The Miss Ohio Scholarship Program selects the representative for the U.S. state of Ohio to compete for the title of Miss America. The pageant is held annually, during the "Miss Ohio Festival" week, at the historic 1,600 seat Renaissance Theatre (originally named the Ohio Theatre) in Mansfield.

Ohio representatives have won the Miss America pageant six times, joining California, and Oklahoma as the only states with six crowns. New York has the most winners with seven.  Ohio is the only state to have a contestant who won the Miss America title twice:
 1922 Mary Katherine Campbell, Columbus*
 1923 Mary Katherine Campbell, Columbus*
 1938 Marilyn Meseke, Marion
 1963 Jacquelyn Mayer, Sandusky
 1972 Laurie Lea Schaefer, Bexley
 1978 Susan Perkins, Middletown

*  When city representatives were common at the national pageant, Mary Katherine Campbell competed in Miss America Pageants as "Miss Columbus, Ohio".
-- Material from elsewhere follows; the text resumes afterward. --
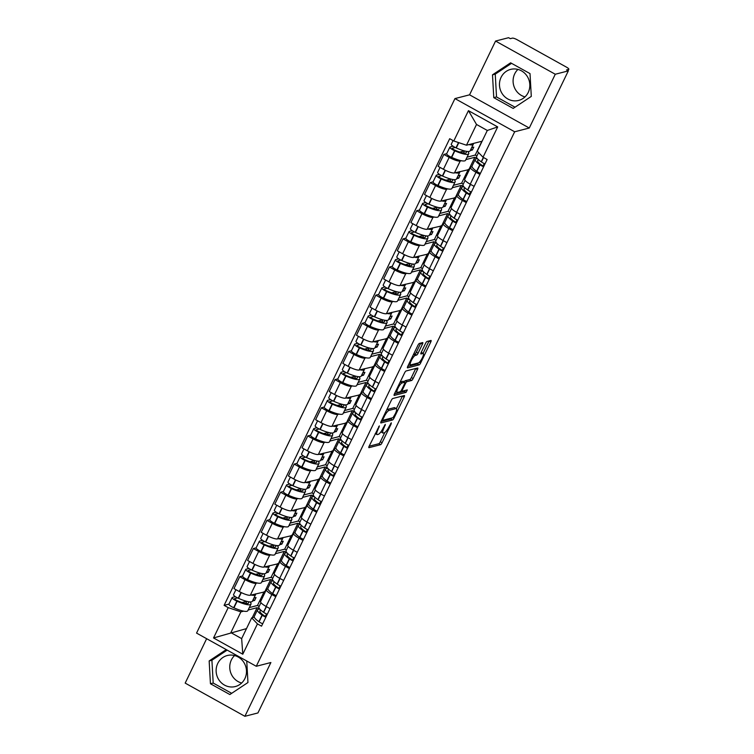 <?xml version="1.0" encoding="UTF-8"?>
<svg xmlns="http://www.w3.org/2000/svg" width="754" height="754" viewBox="0 0 754 754"><rect width="100%" height="100%" fill="white"/><g stroke="black" fill="none" stroke-linecap="round" stroke-linejoin="round"><path stroke-width="1.13" d="M379.356 425.887L369.206 446.057A2.017 0.49 119.1 0 0 368.876 447.659A2.017 0.49 119.1 0 0 368.998 447.669L380.572 444.69A2.017 0.49 119.1 0 0 382.071 442.749L391.175 423.937L391.317 422.806L389.092 426.604A6.456 1.583 119.1 0 1 384.295 432.796L383.334 433.041A6.456 1.583 119.1 0 1 382.938 433.013A6.456 1.583 119.1 0 1 384.012 427.904L385.341 424.342L383.107 428.14A6.456 1.583 119.1 0 1 378.31 434.332L377.349 434.587A6.456 1.583 119.1 0 1 376.953 434.558A6.456 1.583 119.1 0 1 378.027 429.441L379.356 425.887M241.657 683.011A16.023 15.127 75.6 0 1 231.355 659.976A16.023 15.127 75.6 0 1 234.588 655.537M244.89 678.572A16.023 15.127 75.6 0 1 235.305 686.545A16.023 15.127 75.6 0 1 219.555 680.796A16.023 15.127 75.6 0 1 217.727 663.482A16.023 15.127 75.6 0 1 227.322 655.509A16.023 15.127 75.6 0 1 243.061 661.258A16.023 15.127 75.6 0 1 244.89 678.572M525.001 96.898A16.023 15.127 75.6 0 1 514.699 73.854A16.023 15.127 75.6 0 1 517.932 69.415M528.224 92.459A16.023 15.127 75.6 0 1 518.639 100.433A16.023 15.127 75.6 0 1 502.899 94.684A16.023 15.127 75.6 0 1 501.071 77.36A16.023 15.127 75.6 0 1 510.656 69.387A16.023 15.127 75.6 0 1 526.396 75.136A16.023 15.127 75.6 0 1 528.224 92.459M422.419 344.201A2.017 0.49 119.1 0 0 422.758 342.599A2.017 0.49 119.1 0 0 422.636 342.589L419.384 343.428A2.017 0.49 119.1 0 0 417.886 345.36L407.782 366.265A2.017 0.49 119.1 0 0 407.452 367.858A2.017 0.49 119.1 0 0 407.575 367.867L419.149 364.889A2.017 0.49 119.1 0 0 420.647 362.957L430.751 342.052A2.017 0.49 119.1 0 0 431.09 340.459A2.017 0.49 119.1 0 0 430.968 340.45L427.037 341.458A2.017 0.49 119.1 0 0 425.539 343.39L421.222 352.344A2.017 0.49 119.1 0 0 420.883 353.937A2.017 0.49 119.1 0 0 421.005 353.946L422.947 353.447A5.391 1.319 119.1 0 1 423.277 353.466A5.391 1.319 119.1 0 1 422.108 358.282A5.391 1.319 119.1 0 1 418.366 362.919L410.751 364.879A5.391 1.319 119.1 0 1 410.421 364.861A5.391 1.319 119.1 0 1 411.59 360.044A5.391 1.319 119.1 0 1 415.331 355.407L416.604 355.077A2.017 0.49 119.1 0 0 418.102 353.145L422.419 344.201L420.685 343.23A2.017 0.49 119.1 0 0 420.751 343.079M514.662 131.78L529.28 128.02L555.274 74.241L568.318 70.895L257.934 712.945L244.89 716.3L270.884 662.521L256.275 666.282L514.662 131.78L454.954 98.585L196.558 633.096L256.275 666.282M392.759 398.517A2.017 0.49 119.1 0 0 391.26 400.449L381.156 421.354A2.017 0.49 119.1 0 0 380.817 422.947A2.017 0.49 119.1 0 0 380.94 422.956L392.523 419.978A2.017 0.49 119.1 0 0 394.022 418.046L404.125 397.141A2.017 0.49 119.1 0 0 404.455 395.548A2.017 0.49 119.1 0 0 404.332 395.539L392.759 398.517M394.474 393.805L404.578 372.91A2.017 0.49 119.1 0 1 406.076 370.968L417.65 367.99A2.017 0.49 119.1 0 1 417.773 367.999A2.017 0.49 119.1 0 1 417.433 369.601L413.117 378.546A2.017 0.49 119.1 0 1 411.618 380.478L406.915 381.684A2.017 0.49 119.1 0 0 405.416 383.626L402.551 389.554A2.017 0.49 119.1 0 0 402.212 391.156A2.017 0.49 119.1 0 0 402.334 391.166L407.311 389.912L406.029 392.391L394.257 395.416A2.017 0.49 119.1 0 1 394.135 395.407A2.017 0.49 119.1 0 1 394.474 393.805M555.274 74.241L495.557 41.055L508.601 37.7L510.345 38.671L512.371 38.143A4.109 0.905 25.8 0 1 517.169 39.745L566.433 67.125A4.109 0.905 25.8 0 1 568.818 69.255L568.092 70.763M206.643 638.695L185.182 683.105L244.89 716.3M495.557 41.055L469.563 94.825L454.954 98.585M568.318 70.895L566.574 69.924L568.601 69.396A4.109 0.905 25.8 0 0 568.818 69.255M275.776 596.716L271.864 594.538A9.453 2.074 -154.2 0 1 266.369 589.647L260.611 601.56A9.453 2.074 25.8 0 0 266.105 606.452L270.017 608.619M257.284 583.002L256.077 583.313A9.453 2.074 -154.2 0 1 245.05 579.638L239.291 591.551A9.453 2.074 25.8 0 0 250.319 595.226L265.37 591.711M239.291 591.551L233.985 588.601L239.744 576.687L242.562 575.962M266.369 589.647A9.453 2.074 -154.2 0 1 266.869 589.317L267.924 589.044M245.05 579.638L239.744 576.687M273.278 580.995L270.686 579.553L261.751 581.852M289.376 568.563L285.474 566.386A9.453 2.074 -154.2 0 1 279.979 561.504L274.22 573.408A9.453 2.074 25.8 0 0 279.715 578.299L283.627 580.467M262.533 540.326L259.612 541.08A5.184 1.14 25.8 0 0 259.338 541.268A5.184 1.14 25.8 0 0 264.079 544.812L264.343 544.935A15.617 3.431 25.8 0 0 277.359 548.403A15.617 3.431 25.8 0 0 278.188 547.847L275.003 554.435A15.617 3.431 -154.2 0 1 274.183 554.991A15.617 3.431 -154.2 0 1 261.157 551.523L260.893 551.4A5.184 1.14 -154.2 0 1 256.153 547.847L253.353 548.535L247.595 560.448L252.901 563.398A9.453 2.074 25.8 0 0 263.928 567.074L278.98 563.558M279.979 561.504A9.453 2.074 -154.2 0 1 280.479 561.164L281.534 560.891M270.893 554.85L269.687 555.161A9.453 2.074 -154.2 0 1 258.66 551.485L253.353 548.535M286.888 552.842L284.296 551.4L275.361 553.7M302.985 540.411L299.084 538.243A9.453 2.074 -154.2 0 1 293.589 533.351L287.83 545.255A9.453 2.074 25.8 0 0 293.325 550.147L297.227 552.324M269.781 519.657L266.963 520.383L261.204 532.296L266.511 535.246A9.453 2.074 25.8 0 0 277.538 538.921L292.59 535.406M293.589 533.351A9.453 2.074 -154.2 0 1 294.088 533.012L295.144 532.739M284.503 526.697L283.297 527.008A9.453 2.074 -154.2 0 1 272.269 523.333L266.963 520.383M300.497 524.699L297.905 523.257L288.971 525.557M316.595 512.258L312.693 510.09A9.453 2.074 -154.2 0 1 307.198 505.199L301.44 517.112A9.453 2.074 25.8 0 0 306.935 521.994L310.837 524.171M283.391 491.504L280.573 492.23L274.814 504.143L280.12 507.093A9.453 2.074 25.8 0 0 291.148 510.769L306.199 507.263M307.198 505.199A9.453 2.074 -154.2 0 1 307.698 504.86L308.754 504.586M298.113 498.554L296.906 498.865A9.453 2.074 -154.2 0 1 285.879 495.189L280.573 492.23M314.107 496.547L311.515 495.105L302.571 497.404M330.205 484.106L326.293 481.938A9.453 2.074 -154.2 0 1 320.799 477.046L315.049 488.96A9.453 2.074 25.8 0 0 320.544 493.851L324.446 496.019M303.362 455.878L300.441 456.622A5.184 1.14 25.8 0 0 300.158 456.811A5.184 1.14 25.8 0 0 304.899 460.364L305.172 460.477A15.617 3.431 25.8 0 0 318.188 463.955A15.617 3.431 25.8 0 0 319.017 463.39L315.832 469.978A15.617 3.431 -154.2 0 1 315.002 470.534A15.617 3.431 -154.2 0 1 301.986 467.065L301.723 466.952A5.184 1.14 -154.2 0 1 296.982 463.399L294.183 464.087L288.424 475.991L293.73 478.941A9.453 2.074 25.8 0 0 304.757 482.617L319.809 479.11M320.799 477.046A9.453 2.074 -154.2 0 1 321.308 476.707L322.354 476.443M311.713 470.402L310.507 470.713A9.453 2.074 -154.2 0 1 299.489 467.037L294.183 464.087M327.717 468.394L325.125 466.952L316.18 469.252M343.815 455.953L339.903 453.785A9.453 2.074 -154.2 0 1 334.408 448.894L328.65 460.807A9.453 2.074 25.8 0 0 334.145 465.699L338.056 467.866M310.61 435.209L307.783 435.935L302.034 447.838L307.34 450.798A9.453 2.074 25.8 0 0 318.358 454.474L333.419 450.958M334.408 448.894A9.453 2.074 -154.2 0 1 334.908 448.555L335.964 448.291M325.323 442.249L324.116 442.56A9.453 2.074 -154.2 0 1 313.099 438.885L307.783 435.935M341.326 440.242L338.734 438.8L329.79 441.099M357.424 427.81L353.513 425.633A9.453 2.074 -154.2 0 1 348.018 420.751L342.259 432.655A9.453 2.074 25.8 0 0 347.754 437.546L351.666 439.714M324.211 407.056L321.392 407.782L315.634 419.695L320.95 422.645A9.453 2.074 25.8 0 0 331.967 426.321L347.029 422.806M348.018 420.751A9.453 2.074 -154.2 0 1 348.518 420.412L349.573 420.138M338.932 414.097L337.726 414.408A9.453 2.074 -154.2 0 1 326.708 410.732L321.392 407.782M354.936 412.089L352.344 410.647L343.4 412.947M371.034 399.658L367.123 397.481A9.453 2.074 -154.2 0 1 361.628 392.598L355.869 404.502A9.453 2.074 25.8 0 0 361.364 409.394L365.275 411.561M337.82 378.904L335.002 379.63L329.244 391.543L334.559 394.493A9.453 2.074 25.8 0 0 345.577 398.169L360.629 394.653M361.628 392.598A9.453 2.074 -154.2 0 1 362.127 392.259L363.183 391.986M352.542 385.944L351.336 386.255A9.453 2.074 -154.2 0 1 340.318 382.58L335.002 379.63M368.546 383.937L365.944 382.504L357.01 384.794M384.644 371.505L380.732 369.337A9.453 2.074 -154.2 0 1 375.238 364.446L369.479 376.359A9.453 2.074 25.8 0 0 374.974 381.241L378.885 383.418M351.43 350.751L348.612 351.477L342.853 363.39L348.169 366.34A9.453 2.074 25.8 0 0 359.187 370.016L374.238 366.501M375.238 364.446A9.453 2.074 -154.2 0 1 375.737 364.107L376.793 363.833M366.152 357.801L364.945 358.103A9.453 2.074 -154.2 0 1 353.918 354.427L348.612 351.477M382.155 355.794L379.554 354.352L370.619 356.651M398.244 343.353L394.342 341.185A9.453 2.074 -154.2 0 1 388.847 336.293L383.089 348.207A9.453 2.074 25.8 0 0 388.583 353.089L392.495 355.266M365.04 322.608L362.222 323.325L356.463 335.238L361.769 338.188A9.453 2.074 25.8 0 0 372.796 341.864L387.848 338.358M388.847 336.293A9.453 2.074 -154.2 0 1 389.347 335.954L390.402 335.681M379.762 329.649L378.555 329.96A9.453 2.074 -154.2 0 1 367.528 326.284L362.222 323.325M395.756 327.641L393.164 326.199L384.229 328.499M411.854 315.2L407.952 313.033A9.453 2.074 -154.2 0 1 402.457 308.141L396.698 320.054A9.453 2.074 25.8 0 0 402.193 324.946L406.104 327.113M378.649 294.456L375.831 295.182L370.073 307.085L375.379 310.035A9.453 2.074 25.8 0 0 386.406 313.711L401.458 310.205M402.457 308.141A9.453 2.074 -154.2 0 1 402.956 307.802L404.012 307.538M393.371 301.496L392.165 301.807A9.453 2.074 -154.2 0 1 381.138 298.132L375.831 295.182M409.365 299.489L406.774 298.047L397.839 300.346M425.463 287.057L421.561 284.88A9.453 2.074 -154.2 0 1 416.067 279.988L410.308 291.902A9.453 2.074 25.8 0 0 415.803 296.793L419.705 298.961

The Miss Ohio pageant played a significant role in the saving of the Ohio Theatre and its renovation into the Renaissance Theatre. Mansfield originally hosted the Miss Ohio Pageant at the old Ohio Theatre from 1959 through 1962. After Jacquelyn Mayer, Miss Ohio 1962, was crowned Miss America 1963, the Miss Ohio pageant was relocated to the Ballroom Pavilion at Cedar Point Amusement Park in Sandusky. In 1975, the pageant returned to Mansfield, first to Malabar High School Auditorium from 1975 through 1978, then to the Madison Theatre in 1979. In 1980, it was decided to televise the pageant. Because of inadequate stage depth and backstage space at the Madison Theatre, then pageant producer Denny Keller and pageant set designer Paul Gilger persuaded the Miss Ohio Board of Directors to move the pageant back to Mansfield's Ohio Theatre, reopening the facility and sprucing it up for the pageant's first televised broadcast. The pageant's return to the old Ohio Theatre was the initial event that eventually led to the total renovation of the theatre and its reincarnation into the Renaissance Theatre. The Miss Ohio Scholarship Program has been held at the Renaissance Theatre since 1980, now for over 40 years.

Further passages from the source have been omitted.